- **Stored data**:
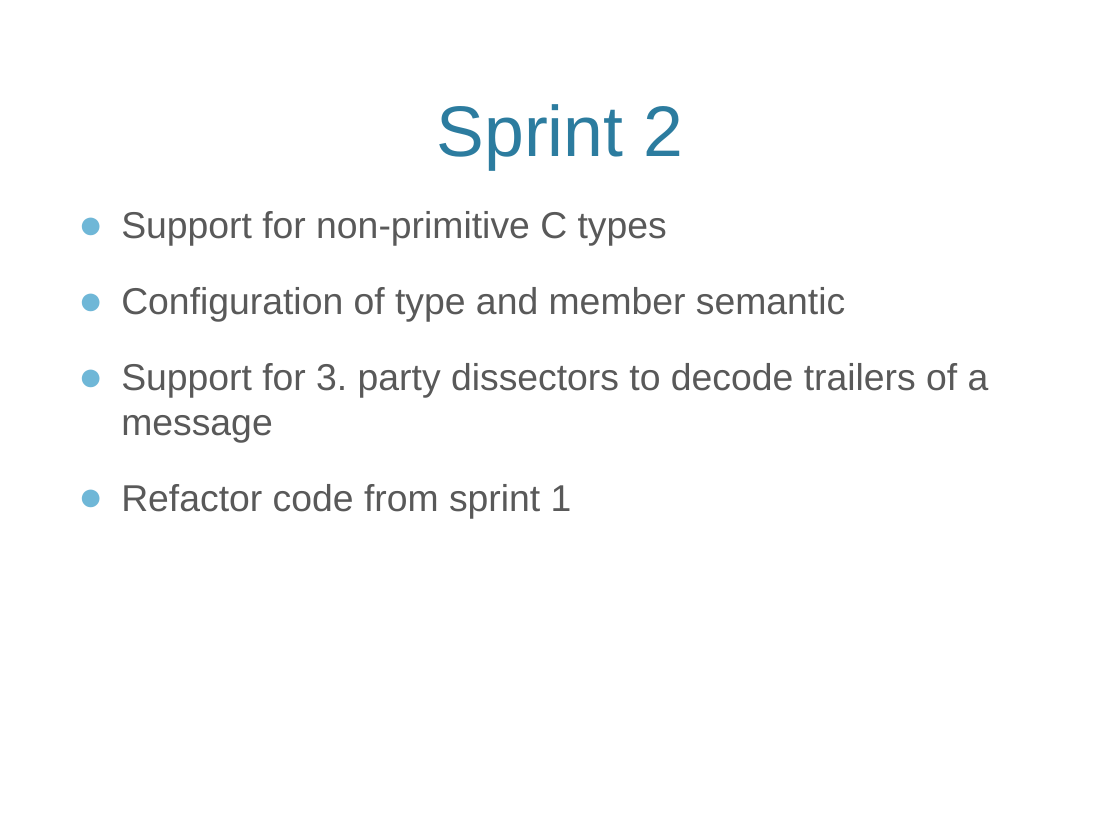
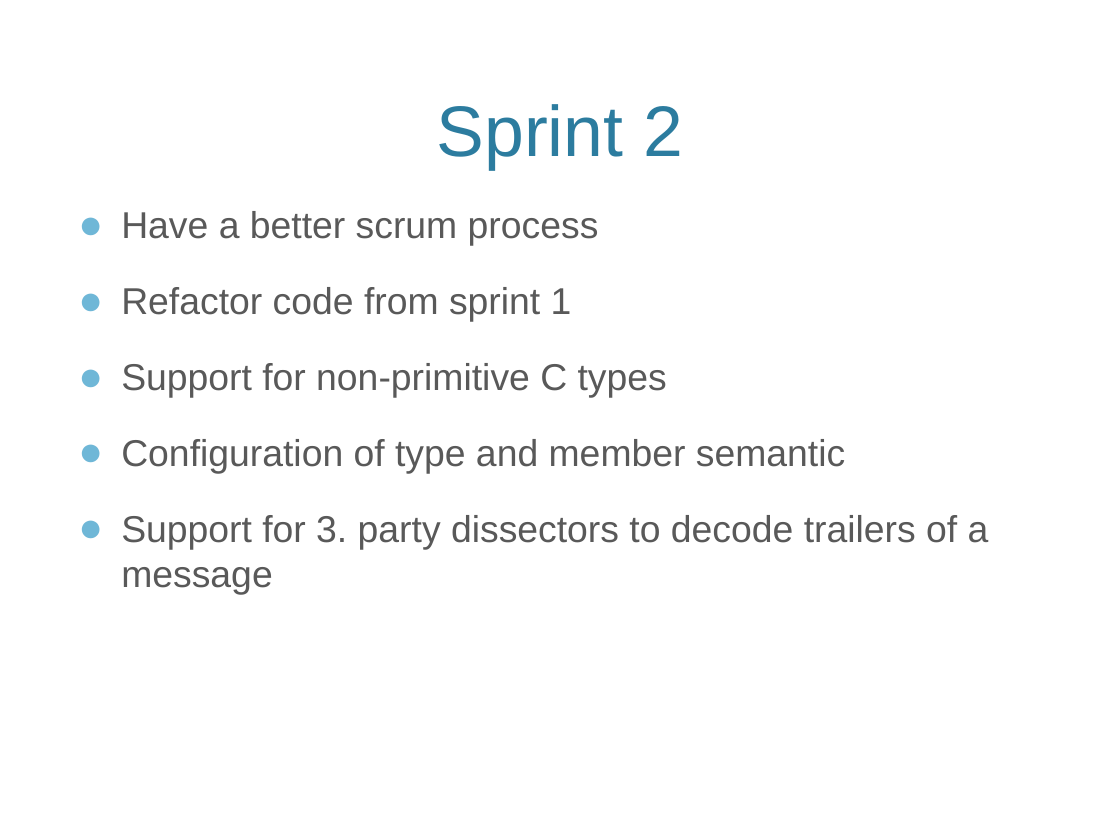
Before and after one commit to eventh/kpro9, a slide deck: slide 17 of presentation/TDT4290_FinalPresentasjon.pptx (slide 19 before the commit). Drawn at 1120x840 pixels with LibreOffice and Linux fonts; fonts in the diff are those of the drawing; background and template pictures are left out. Boxes give left, top, right and bottom in pixels: in the first picture for what was removed or moved away, otherwise in the second. Text is boxed around its words. In the diff, an @@ line names an element or a change of style, - is before the commit and + after.

```diff
--- a/presentation/TDT4290_FinalPresentasjon.pptx
+++ b/presentation/TDT4290_FinalPresentasjon.pptx
@@ text at [121,211,599,322]: paragraphs added @@
+● Have a better scrum process
+● Refactor code from sprint 1
@@ text at [121,484,572,519]: paragraph removed @@
-● Refactor code from sprint 1
```
Also in this commit, not shown: 12 other slides changed, 5 slides added, 12 slides removed, 3 other files.
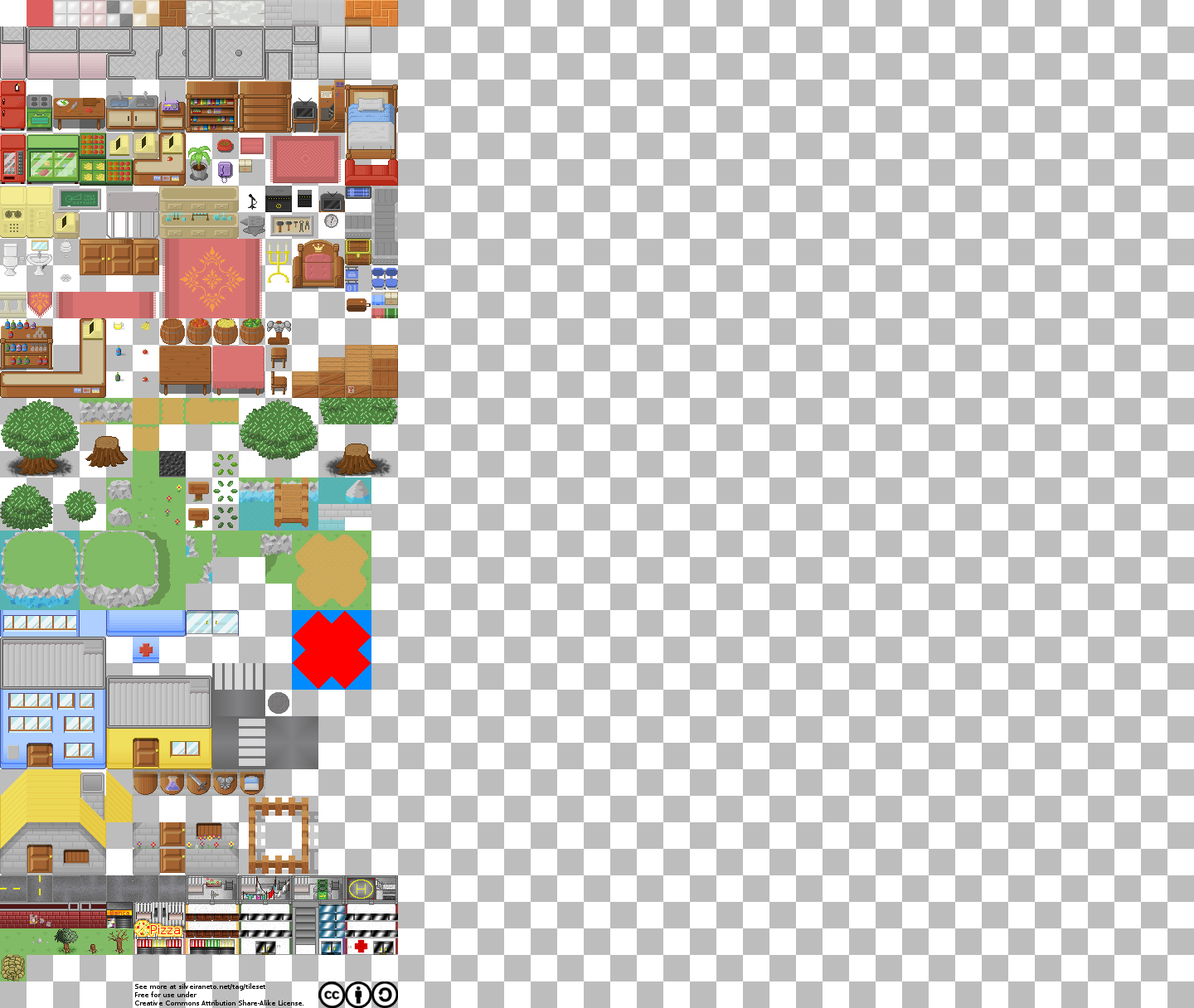
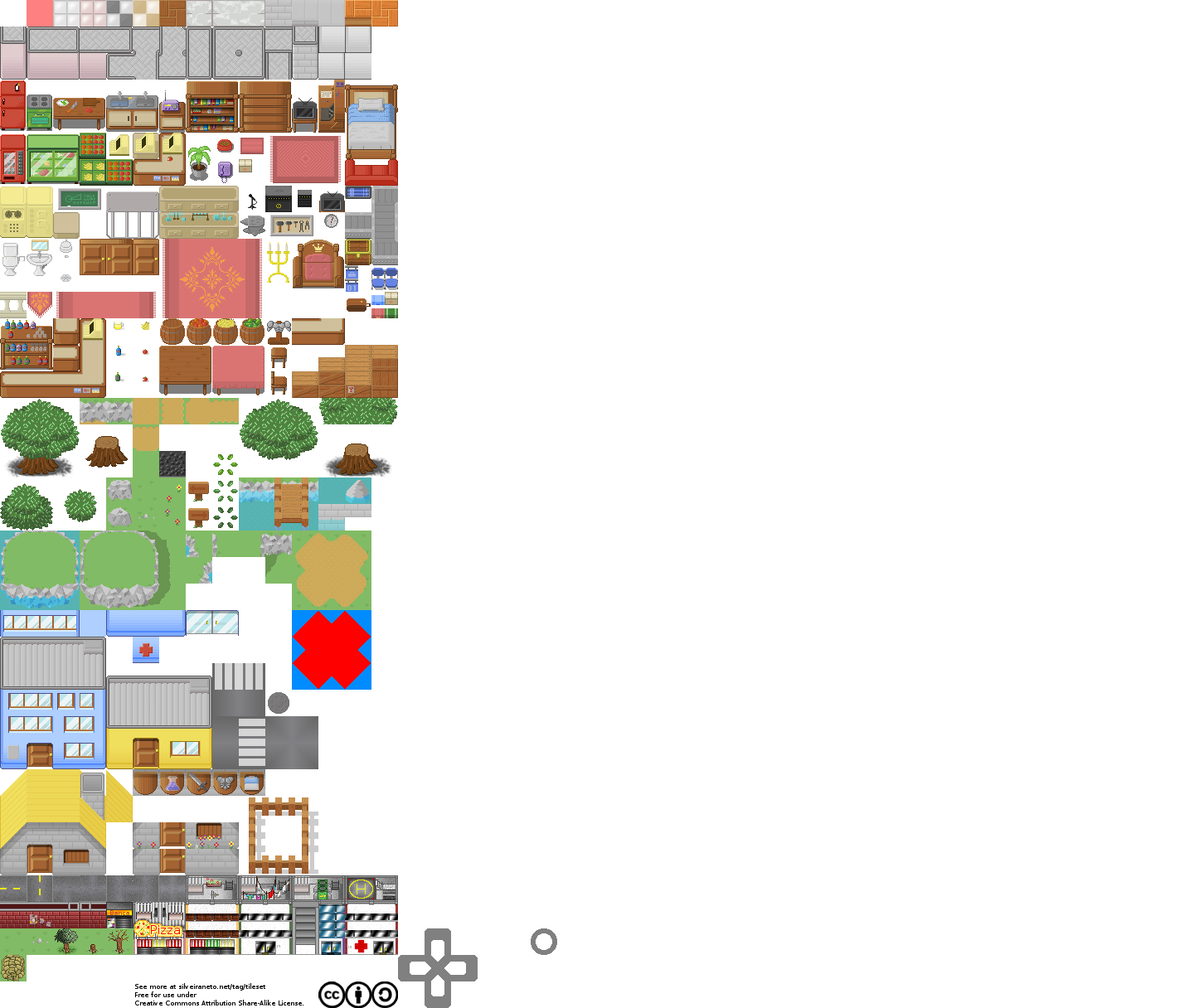
Layer changes from the first 1194 x 1008 image to the second:
painted on "Background" over (53, 212, 558, 1008)
renamed "New Layer" to "chess", hid it over (0, 0, 1194, 1008)

- **WORK ORDER**:
Write the data above out exactly. Leave out any pictures.

- **TASK RESPONSE**:
Before and after one commit to eventh/kpro9, a slide deck: slide 17 of presentation/TDT4290_FinalPresentasjon.pptx (slide 19 before the commit). Drawn at 1120x840 pixels with LibreOffice and Linux fonts; fonts in the diff are those of the drawing; background and template pictures are left out. Boxes give left, top, right and bottom in pixels: in the first picture for what was removed or moved away, otherwise in the second. Text is boxed around its words. In the diff, an @@ line names an element or a change of style, - is before the commit and + after.

```diff
--- a/presentation/TDT4290_FinalPresentasjon.pptx
+++ b/presentation/TDT4290_FinalPresentasjon.pptx
@@ text at [121,211,599,322]: paragraphs added @@
+● Have a better scrum process
+● Refactor code from sprint 1
@@ text at [121,484,572,519]: paragraph removed @@
-● Refactor code from sprint 1
```
Also in this commit, not shown: 12 other slides changed, 5 slides added, 12 slides removed, 3 other files.
Layer changes from the first 1194 x 1008 image to the second:
painted on "Background" over (53, 212, 558, 1008)
renamed "New Layer" to "chess", hid it over (0, 0, 1194, 1008)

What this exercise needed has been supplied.